I have given examples of tests that formal verification is incapable of modeling, and examples of tests that complement formal verification process by creating a short that falsifies false theorems instead of trying to prove them in vain. The synergy between testing and formal verification doesn't end here, I am a firm supporter of Verification-Guided Development (VGD), which in addition to leveraging this synergy, solves the problem of proof assistants being too slow. In verification guided development, we implement two versions of the same system, one is the simpler to reason, verified version, the other is the complex, production one. We then test the property that the production system conforms to the reference implementation that is verified by running them with the same inputs and asserting that the result is the same every single time. VGD lifts the proof to the production implementation from the slower one implemented in the proof assistant by leveraging differential random testing, which allows for building a best-of-both-worlds system that is both correct and fast. Below is an image taken from the paper that (as far as I know) introduced the notion of VGD, explaining their workflow.

cedar vgd

VGD doesn't solve all the issues I mention in the rest of the post, but it removes the slowness out of the mix. As we have a production implementation ready to be tested thoroughly, we can make all kinds of measurements that fall out of the purview of verification, but into the realm of testing. It levels the playing field between the verified realm of computing and the unverified one, reducing the downsides of the verification leveraging testing.
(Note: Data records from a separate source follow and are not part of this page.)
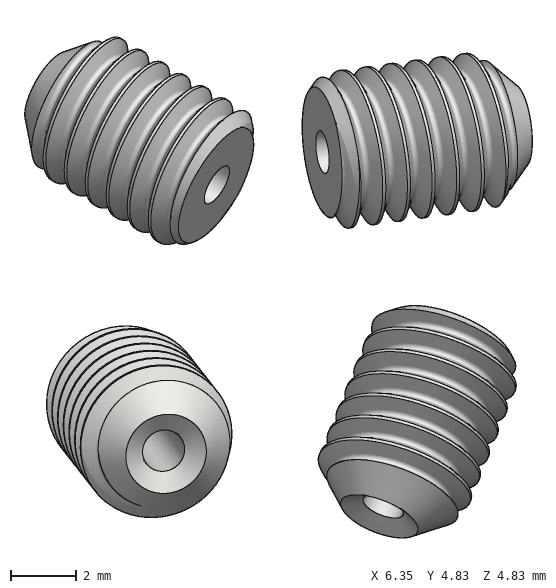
import cadquery as cq
import math

length = 6.35
major_radius = 4.83 / 2
pitch = length / 8
thread_height = pitch * math.sqrt(3) / 2
crest_flat = pitch / 8
root_radius = thread_height / 6
flank_angle = math.radians(30)

point_radius = 1.265
end_radius = 2.01
bore_radius = 0.66
cup_depth = 0.35

groove_overcut = 0.03
groove_turns = 9


def make_blank():
    """Body along Z with a 45 degree chamfer at each end, a conical cup and a through bore."""
    point_chamfer = major_radius - point_radius
    end_chamfer = major_radius - end_radius
    return (
        cq.Workplane("XZ")
        .moveTo(bore_radius, cup_depth)
        .lineTo(point_radius, 0)
        .lineTo(major_radius, point_chamfer)
        .lineTo(major_radius, length - end_chamfer)
        .lineTo(end_radius, length)
        .lineTo(bore_radius, length)
        .close()
        .revolve(360, (0, 0, 0), (0, 1, 0))
    )


def make_groove_turn():
    """One right-hand turn of a V groove with a rounded root, starting at the -Z end."""
    half_mouth = (pitch - crest_flat) / 2
    apex = major_radius - half_mouth / math.tan(flank_angle)
    root_center = apex + root_radius / math.sin(flank_angle)
    root_bottom = root_center - root_radius
    tangent_radius = root_center - root_radius * math.sin(flank_angle)
    tangent_half_width = root_radius * math.cos(flank_angle)
    outer_radius = major_radius + groove_overcut
    outer_half_width = half_mouth + groove_overcut * math.tan(flank_angle)

    path = cq.Wire.makeHelix(pitch, pitch, major_radius)
    return (
        cq.Workplane("XZ")
        .moveTo(outer_radius, -outer_half_width)
        .lineTo(tangent_radius, -tangent_half_width)
        .threePointArc((root_bottom, 0), (tangent_radius, tangent_half_width))
        .lineTo(outer_radius, outer_half_width)
        .close()
        .sweep(cq.Workplane(obj=path), isFrenet=True)
    )


groove_turn = make_groove_turn()
screw = make_blank()
for turn in range(groove_turns):
    screw = screw.cut(groove_turn.translate((0, 0, turn * pitch)))

result = screw.rotate((0, 0, 0), (1, 1, 1), 120)

I would like to state it once more for everyone:

I see the appeal, I like the idea, I trust the researchers building these systems, but I don't love the overarching promises. This blog post is my attempt at building a reasonable middle ground by laying out the goods, and the bads, and make my closing remarks by reiterating the position of testing in this space, and in the future.

I believe random testing plays as important of a role as formal verification in the future of software engineering. We will not have magically formally verified systems in many domains, but as autoformalization tools get better, we will have many, many more formal specifications. Random testing benefits from these formal specifications in different ways than formal verification, but both have their places. Proof systems will be incomplete without the accompanying testing tools, and the testing tools will be incomplete without proofs of correctness, it is only possible via some combination of verification and testing that we can achieve our ideals of the future of software engineering, live in a world where bugs are considered anomalies instead of the norm, where correctness is a virtue, and the bugs in our systems are as old and as forgotten as the diseases we learned to cure and put away.